Empower Wisconsin | Jan. 11, 2023
MADISON — So much for “unity.”
Just days into the new session it looks like Gov. Tony Evers’ has ripped off his compromise disguise.
The Democrat, who just last week preached unity and finding common ground with the Republican majority in the Legislature, now says conservatives can forget about a flat tax or universal school choice this session.
“A flat tax, if that’s part of the budget, that could end it. If it’s universal school choice across the state for education, that could be a killer too. But we’ll see,” Evers told WISN-TV’s UPFRONT this week. “I don’t think any of those things are going to happen, so I’m planning on signing a good budget.”
Well, Senate Majority Leader Devin LeMahieu (R-Oostburg) seems to have his heart set on a flat tax, and he plans to introduce legislation on the subject soon. He and others who like the flat tax idea think it would make for a “good budget.”
“Our neighbors in Michigan and Illinois have flat taxes, while Iowa is phasing in their new flat tax,” LeMahieu said in last week’s Republican radio address.
With a historic surplus approaching $7 billion, the majority leader says it’s time to take “bold steps” to reform Wisconsin’s tax laws “to help keep more dollars in the hands of the hard working families and businesses in Wisconsin.”
While other GOP leaders have suggested other tax reform ideas, including making Wisconsin the next state to eliminate the personal income tax, they seem to agree that tax breaks should go to everyone who pays taxes — including the people who pay the highest taxes.
Evers, per usual, is pushing class warfare-themed tax relief. He doesn’t want tax breaks going to “people that frankly don’t need tax relief.” Evers and his liberal friends, of course, will decide who needs what.
Same with expanding Wisconsin’s successful school choice program.
It should come as no surprise that Evers would draw a line in the sand on universal school choice. Proponents want to eliminate the enrolment and income caps on taxpayer-funded vouchers to private schools statewide. Evers, former state Department of Public Instruction superintendent and a long-time stooge of the teachers unions, wants to kill the school choice program, and pump a lot more money into Wisconsin’s public schools.
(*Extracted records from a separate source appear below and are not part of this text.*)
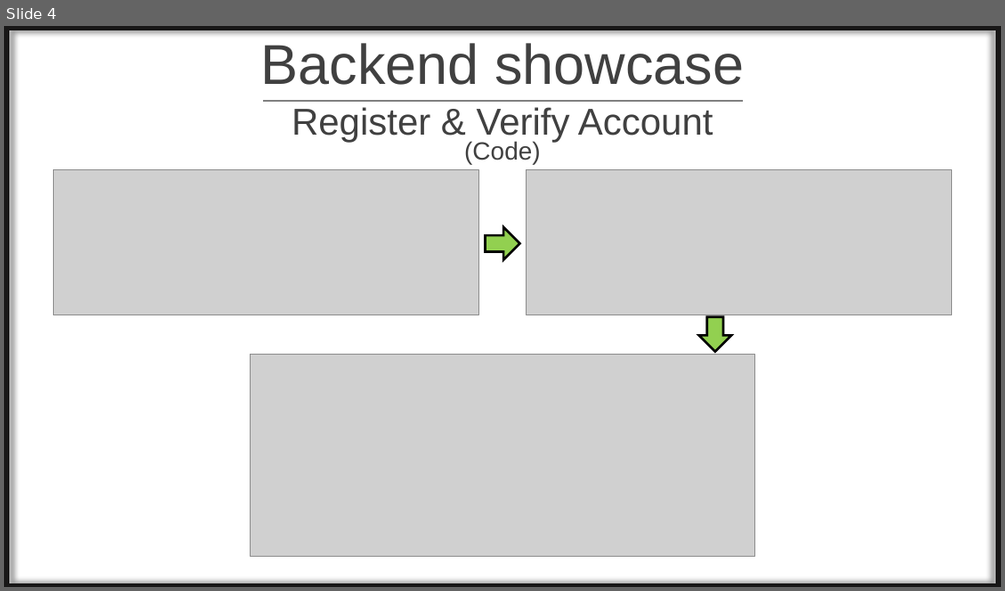
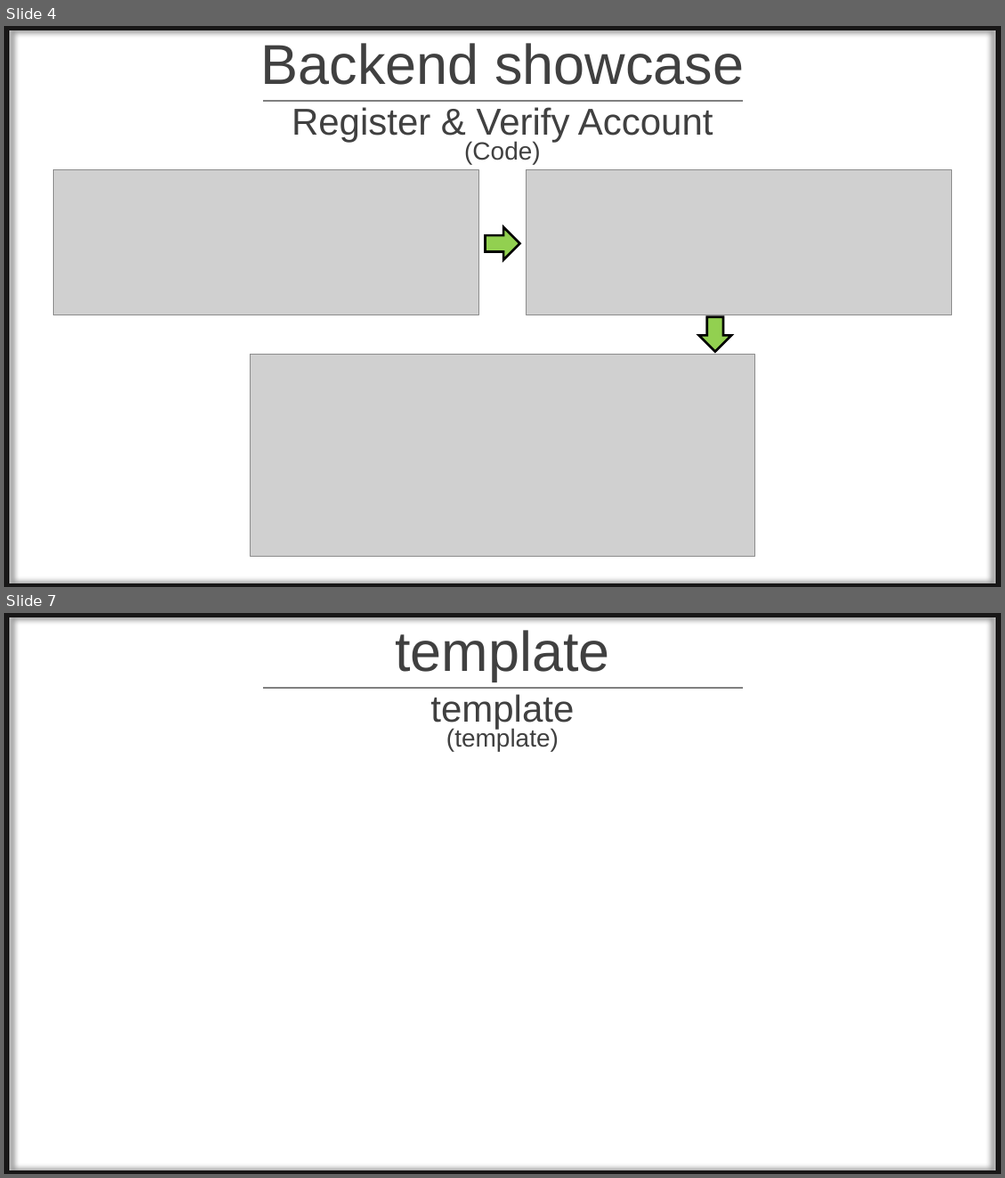
Before and after one commit to tamasrobert/NasaPC, a slide deck: Documentations/NasaPC_WebShopProject.pptx. Shown one above the other, each under a label of ours: slide 4 before the commit, slides 4 and 7 after it; the slides between them are not shown. The pictures are 1005x591 and 1005x1178 pixels, drawn with LibreOffice and Linux fonts; fonts in the diff are those of the drawing; grey boxes stand for pictures; background and template pictures are left out. Boxes give left, top, right and bottom in pixels: in the first picture for what was removed or moved away, otherwise in the second. Text is boxed around its words. In the diff, an @@ line names an element or a change of style, - is before the commit and + after.

```diff
--- a/Documentations/NasaPC_WebShopProject.pptx
+++ b/Documentations/NasaPC_WebShopProject.pptx
@@ slide 7 added at <box>4,613,1001,1174</box>, background #FFFFFF; not listed: 1 template element that a slide beside it also shows @@
@@ title added at <box>395,630,609,681</box>, 54 pt, text #404040 @@
+template
@@ line added from (263, 688) to (743, 688), #808080 2 pt @@
@@ subtitle added at <box>430,694,574,729</box>, 36 pt, text #404040 @@
+template
@@ text added at <box>446,727,558,751</box>, 24 pt, text #404040 @@
+(template)
```
Also in this commit, not shown: 1 slide changed, 1 other slide added.

Enrollment in the state’s four private school parental choice programs topped 52,000 last fall, up 6.7 percent from the previous year, according to DPI data.
There are many reasons some parents want to take their kids out of the public school system, but declining student achievement and things like “family friendly” high school drag shows top a lot of lists.
Before the session started, Evers did something he hasn’t done in a couple of years: He reached out to Republican leadership. That was good for a day’s worth of headlines.
But the veneer of any conciliation from the governor’s office cracked on the first day of his second term in office, during his inaugural address, as he was characterizing anyone who disagrees with his liberal agenda an enemy of democracy.
Evers says he’s willing to hold out for that liberal agenda in the upcoming budget battles. He doesn’t have an election to worry about this time around. Conservatives should be happy to test him on that threat. Unlike at the federal level, there is no shutdown of Wisconsin state government; everything simply operates on the previous budget. Taxpayers could use the break.
The governor will unveil his proposed biennial budget next month. Don’t expect anything in the way of compromise in that document.